There are some basic requirements for setting up multiple Base Monitors. For example, all base monitors, and the Web Server, should be running the same version of SQL Monitor; you’ll see an error if you try to connect from a web server to a base monitor that is a different version. You can find other troubleshooting advice in the documentation, as well as guidance on how to upgrade SQL Monitor, when running multiple base monitors.
Monitoring large estates using distributed monitoring
A classic trap that catches some monitoring solutions, especially manual solutions, is that as they grow, they become heavyweight, and intrusive, collecting an ever-growing stream of highly detailed metrics. They install agents that run complex, heavyweight queries, or set trace flags to capture ‘verbose output’, or request ‘specialist’ metrics that SQL Server can collect only by scanning every page in the source table. While a DBA might find it useful to have in-depth data for every metric, it’s only manageable when monitoring a small number of databases; this monitoring strategy doesn’t scale. Also, it increases substantially the danger of the observer effect, where the act of collecting performance data from a target server affects the performance of that server.
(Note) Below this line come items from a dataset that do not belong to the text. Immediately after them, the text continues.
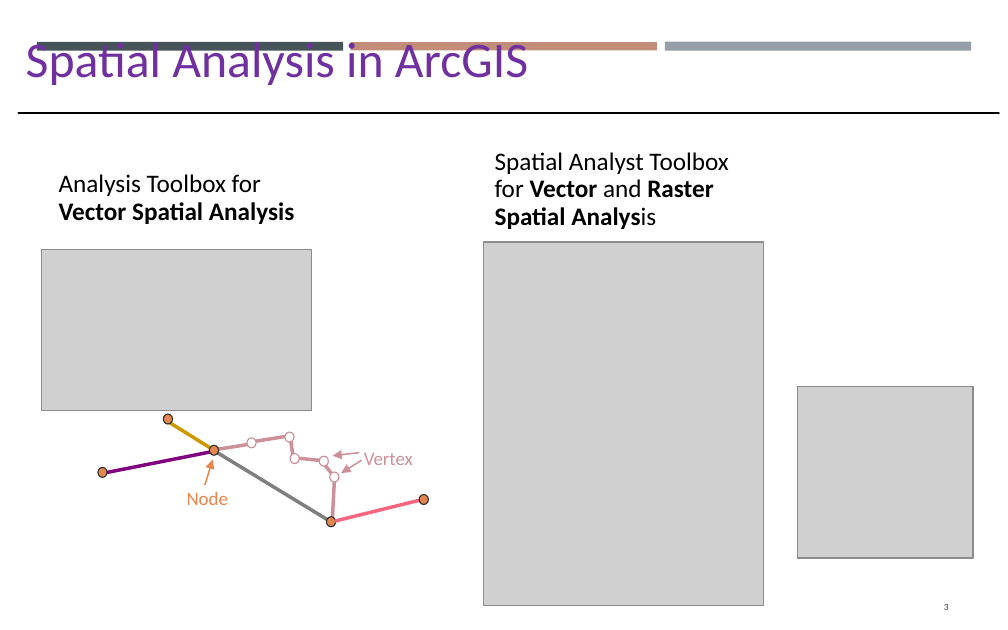
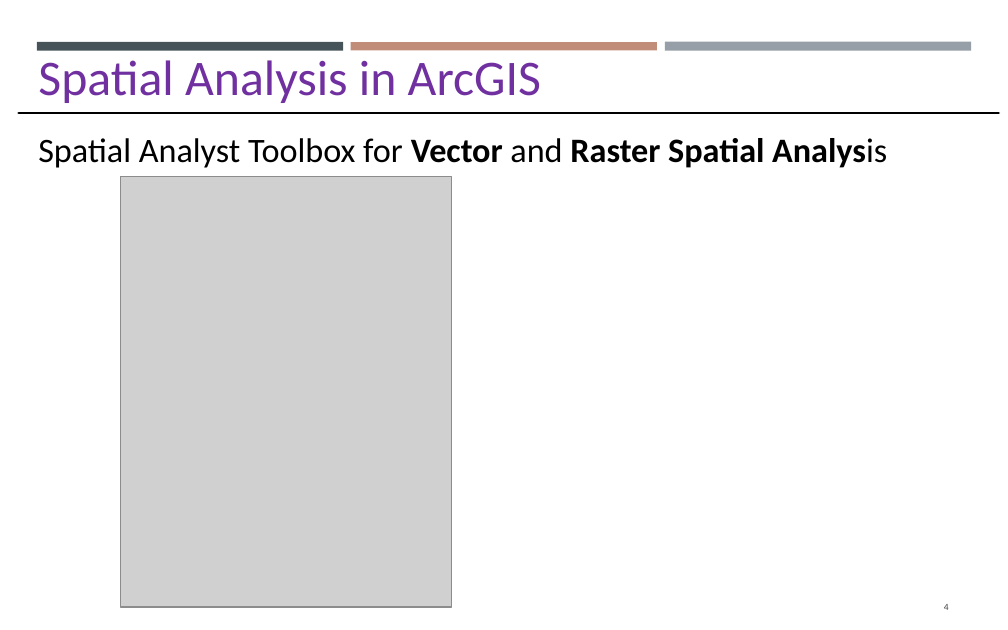
Before and after one commit to gisynw/GIS_I, a slide deck: slide 4 of docs/Lectures/Week12/Lecture11_GEOG2475_Vector.pptx (slide 3 before the commit). Drawn at 1008x630 pixels with LibreOffice and Linux fonts; fonts in the diff are those of the drawing; grey boxes stand for pictures. Boxes give left, top, right and bottom in pixels: in the first picture for what was removed or moved away, otherwise in the second. Text is boxed around its words. In the diff, an @@ line names an element or a change of style, - is before the commit and + after.

```diff
--- a/docs/Lectures/Week12/Lecture11_GEOG2475_Vector.pptx
+++ b/docs/Lectures/Week12/Lecture11_GEOG2475_Vector.pptx
@@ text "Spatial Analysis in ArcGIS": place and size @@
-text "Spatial Analysis in ArcGIS" at [26,42,528,85]
+text "Spatial Analysis in ArcGIS" at [38,60,541,103]
@@ text "Spatial Analyst Toolbox for Vector ...": place and size @@
-text "Spatial Analyst Toolbox for Vector ..." at [495,152,728,229]
+text "Spatial Analyst Toolbox for Vector ..." at [38,138,887,168]
@@ text "Spatial Analyst Toolbox for Vector ..." at [38,138,887,168]: size 16.2 to 22 pt @@
@@ text removed at [59,174,294,224] @@
-Analysis Toolbox for Vector Spatial Analysis
@@ picture: place and size @@
-picture at [484,242,764,606]
+picture at [120,176,451,607]
@@ picture removed at [41,250,311,411] @@
@@ picture removed at [797,386,973,558] @@
@@ group removed at [97,414,428,526]: 10 lines, 10 ellipses, 3 arrows, 2 texts @@
-Node
-Vertex
@@ page number at [944,604,949,610]: text changed @@
-3
+4
```
Also in this commit, not shown: 25 other slides changed, 13 slides added, 8 slides removed.

By contrast, SQM has been designed and tuned to minimize the impact of diagnostic data collection on the monitored servers, and to allow SQM to scale smoothly to monitor large number of SQL Server instances. It installs no agents on the target servers. By default, it collects a carefully curated set of data required to catch and diagnose common SQL Server-related problems, rather than gathering large volumes of data which is unlikely to be of value. It doesn’t collect detailed profiling data, by default, but does allow you to turn it on for limited periods as required. If a metric is known to have a high collection overhead (such as index fragmentation, for example), SQM collects it only infrequently, but again allows you to configure this.
Overall, you can expect SQM to collect only around 150-450 MB of data per day for a typical server hosting a single SQL Server instance, depending on the number of databases per instance, and the workload running on the server. SQM stores the text of SQL statements, the details of blocking processes, and query plans, as well as the alerts. If the server is subject to many requests per second, and especially if the workload includes frequent “large-scale”, reporting style queries, then the volume of data collected will be higher.
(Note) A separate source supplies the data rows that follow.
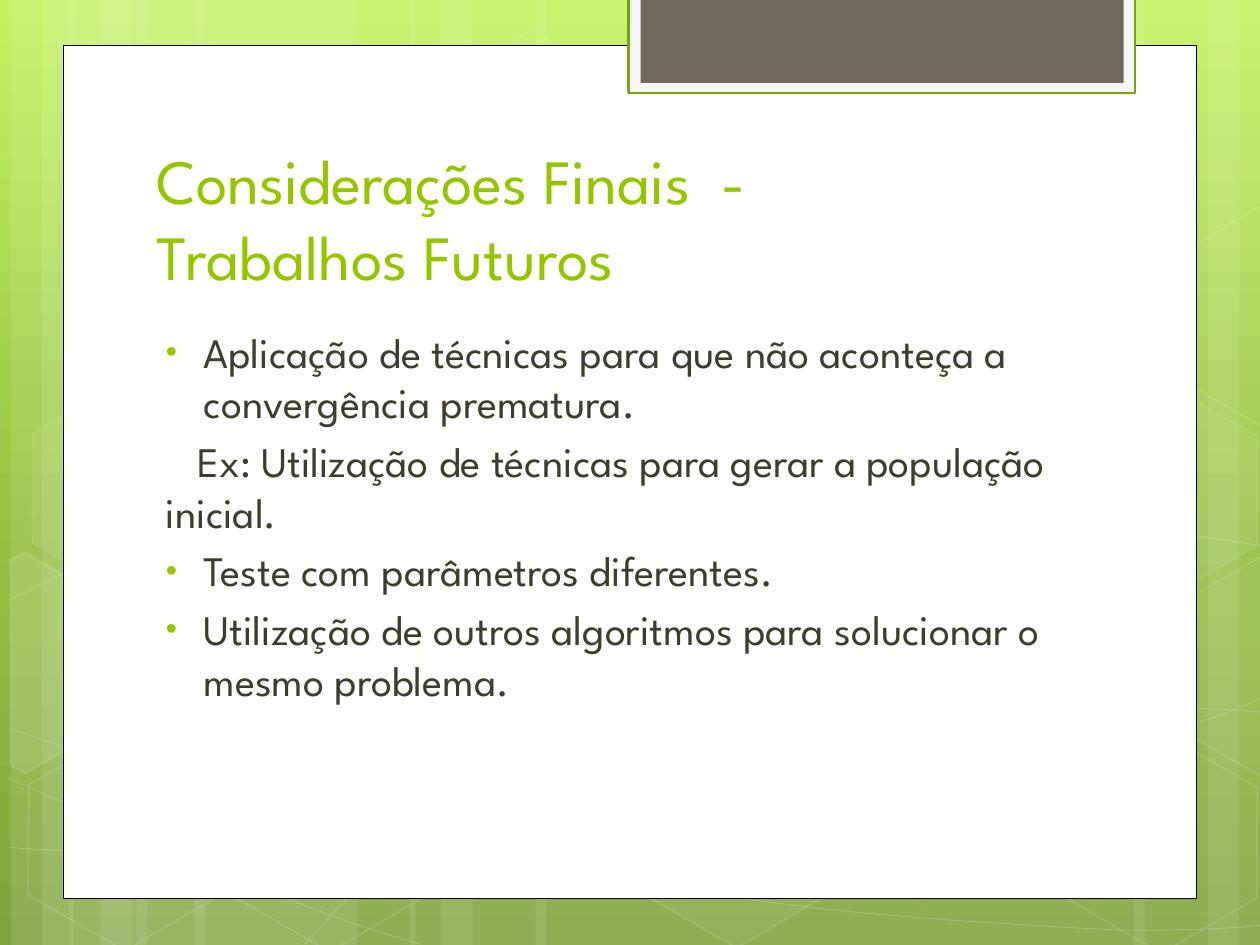
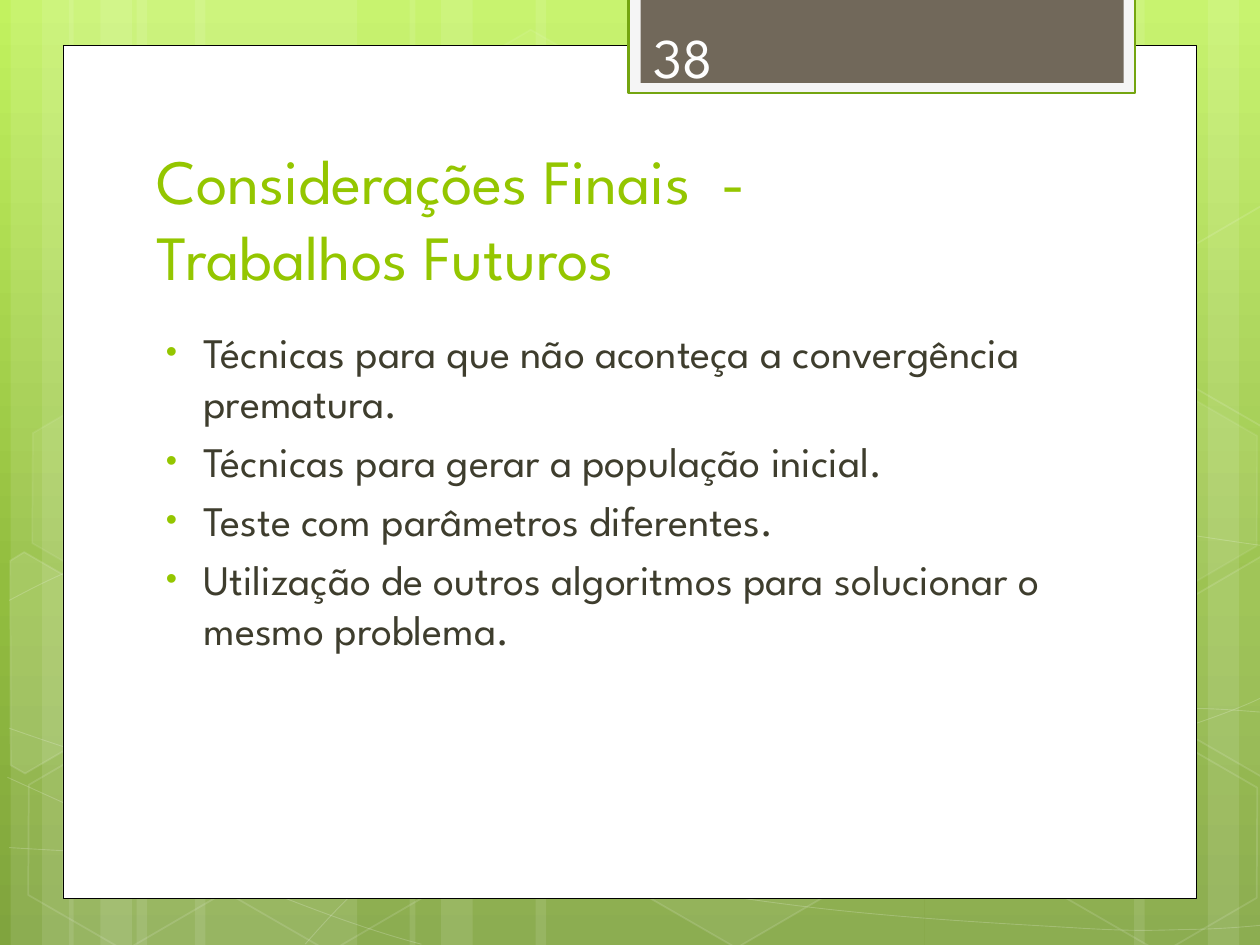
Before and after one commit to alexandregme/tcc2, a slide deck: slide 38 of Apresentação.pptx (slide 42 before the commit). Drawn at 1260x945 pixels with LibreOffice and Linux fonts; fonts in the diff are those of the drawing. Boxes give left, top, right and bottom in pixels: in the first picture for what was removed or moved away, otherwise in the second. Text is boxed around its words. In the diff, an @@ line names an element or a change of style, - is before the commit and + after.

```diff
--- a/Apresentação.pptx
+++ b/Apresentação.pptx
@@ page number added at (653,40,712,95), 32 pt, text #FEFEFE @@
+38
@@ text at (204,340,1020,487): text changed @@
-• Aplicação de técnicas para que não aconteça a convergência prematura.
-Ex: Utilização de técnicas para gerar a população inicial.
+• Técnicas para que não aconteça a convergência prematura.
+• Técnicas para gerar a população inicial.
```
Also in this commit, not shown: 40 other slides changed, 4 slides removed, 2 other files.

All of this means that even the single base monitor architecture, as described in figure 1, will typically scale to around 200 servers. Beyond that, the speed and responsiveness of SQL Monitor will start to degrade, due to the bottleneck of having a single service orchestrate the collection of data from so many servers, and write all the data to a single SQL Monitor repository.
Of course, If you have more than 200 servers to monitor, then they’re likely to be in a network configuration that makes multiple base monitors more appropriate anyway, but a useful side-effect is that you can now scale smoothly to monitor very large estates, with up to 200 servers in each network location.
If your SQL Server estate is distributed across different, isolated networks, or your server estate is very large (>200 servers), or both, then you need a distributed monitoring solution. It is very easy to set up multiple base monitors in SQL Monitor, and it will allow you to collect all of the diagnostic data you need, securely, and then to manage the monitoring and alerting and performance troubleshooting for your entire SQL Server estate, from a single web UI.